* _Exercise prompt_:
Restate the listing that follows word for word, without its pictures.

Segment Start: Provided data

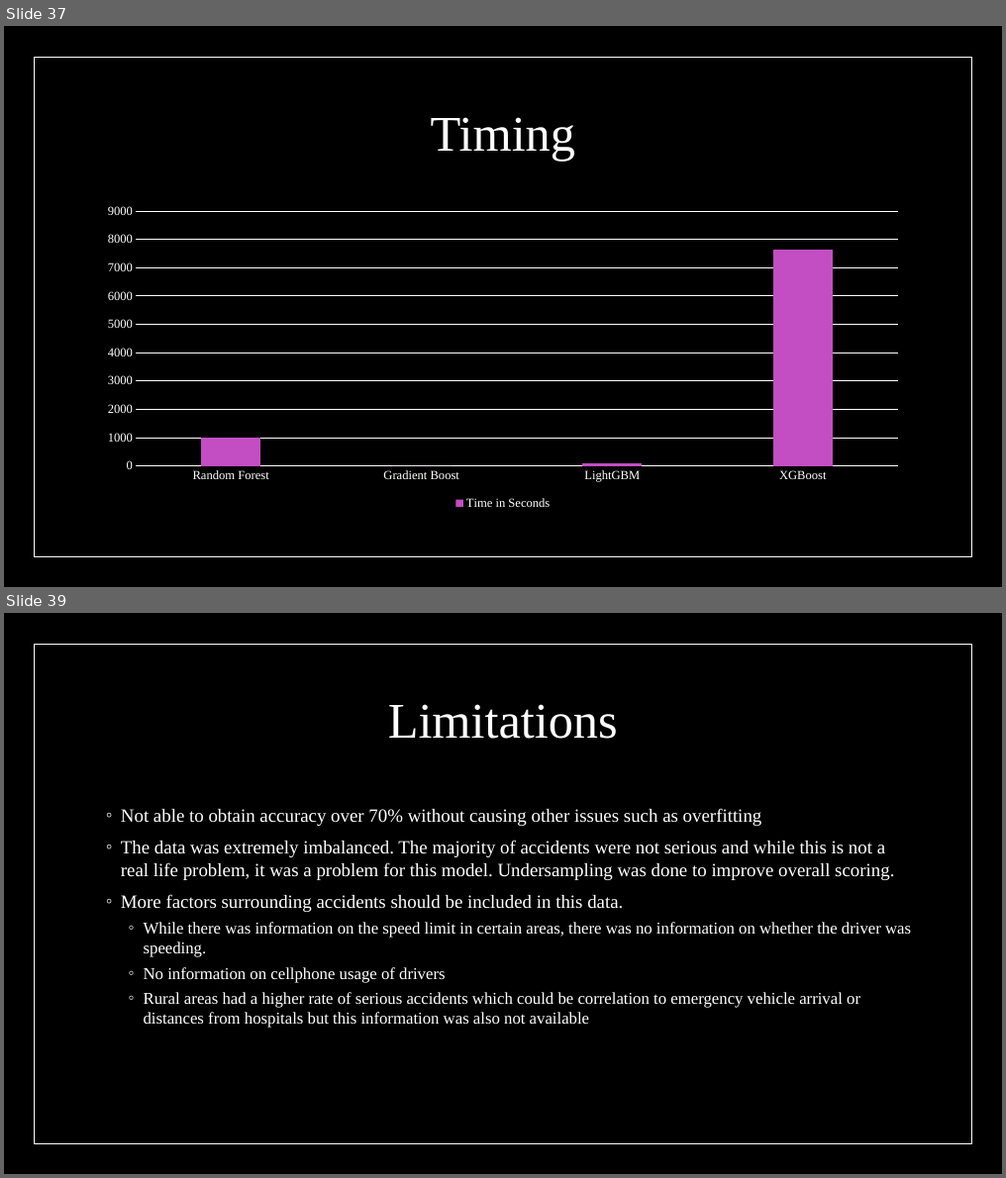
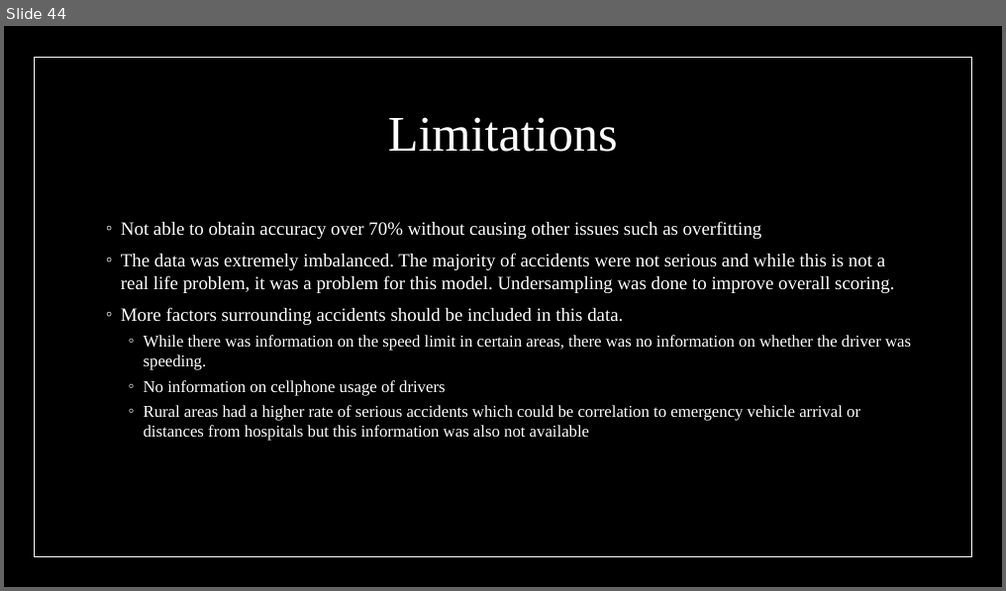
Before and after one commit to GenTaylor/Traffic-Accident-Analysis, a slide deck: Traffic_Analysis_and_Severity_Prediction.pptx. Shown one above the other, each under a label of ours: slides 37 and 39 before the commit, slide 44 after it; the slides between them are not shown. The pictures are 1006x1178 and 1006x591 pixels, drawn with LibreOffice and Linux fonts; fonts in the diff are those of the drawing. Boxes give left, top, right and bottom in pixels: in the first picture for what was removed or moved away, otherwise in the second. Text is boxed around its words. In the diff, an @@ line names an element or a change of style, - is before the commit and + after.

```diff
--- a/Traffic_Analysis_and_Severity_Prediction.pptx
+++ b/Traffic_Analysis_and_Severity_Prediction.pptx
@@ slide 37 removed at [4,26,1002,587], background #000000; not listed: 2 template elements that a slide beside it also shows @@
@@ title removed at [431,117,575,161] @@
-Timing
@@ column chart removed at [91,198,915,513] @@
-categories: Random Forest, Gradient Boost, LightGBM, XGBoost
-Time in Seconds: 1000, 0, 100, 7600
@@ what was slide 39 is now slide 44 @@
```
Also in this commit, not shown: 4 slides changed, 7 slides added, 1 other slide removed, 3 other files.

Segment End: Provided data

* _Solution for this problem_:
Before and after one commit to GenTaylor/Traffic-Accident-Analysis, a slide deck: Traffic_Analysis_and_Severity_Prediction.pptx. Shown one above the other, each under a label of ours: slides 37 and 39 before the commit, slide 44 after it; the slides between them are not shown. The pictures are 1006x1178 and 1006x591 pixels, drawn with LibreOffice and Linux fonts; fonts in the diff are those of the drawing. Boxes give left, top, right and bottom in pixels: in the first picture for what was removed or moved away, otherwise in the second. Text is boxed around its words. In the diff, an @@ line names an element or a change of style, - is before the commit and + after.

```diff
--- a/Traffic_Analysis_and_Severity_Prediction.pptx
+++ b/Traffic_Analysis_and_Severity_Prediction.pptx
@@ slide 37 removed at [4,26,1002,587], background #000000; not listed: 2 template elements that a slide beside it also shows @@
@@ title removed at [431,117,575,161] @@
-Timing
@@ column chart removed at [91,198,915,513] @@
-categories: Random Forest, Gradient Boost, LightGBM, XGBoost
-Time in Seconds: 1000, 0, 100, 7600
@@ what was slide 39 is now slide 44 @@
```
Also in this commit, not shown: 4 slides changed, 7 slides added, 1 other slide removed, 3 other files.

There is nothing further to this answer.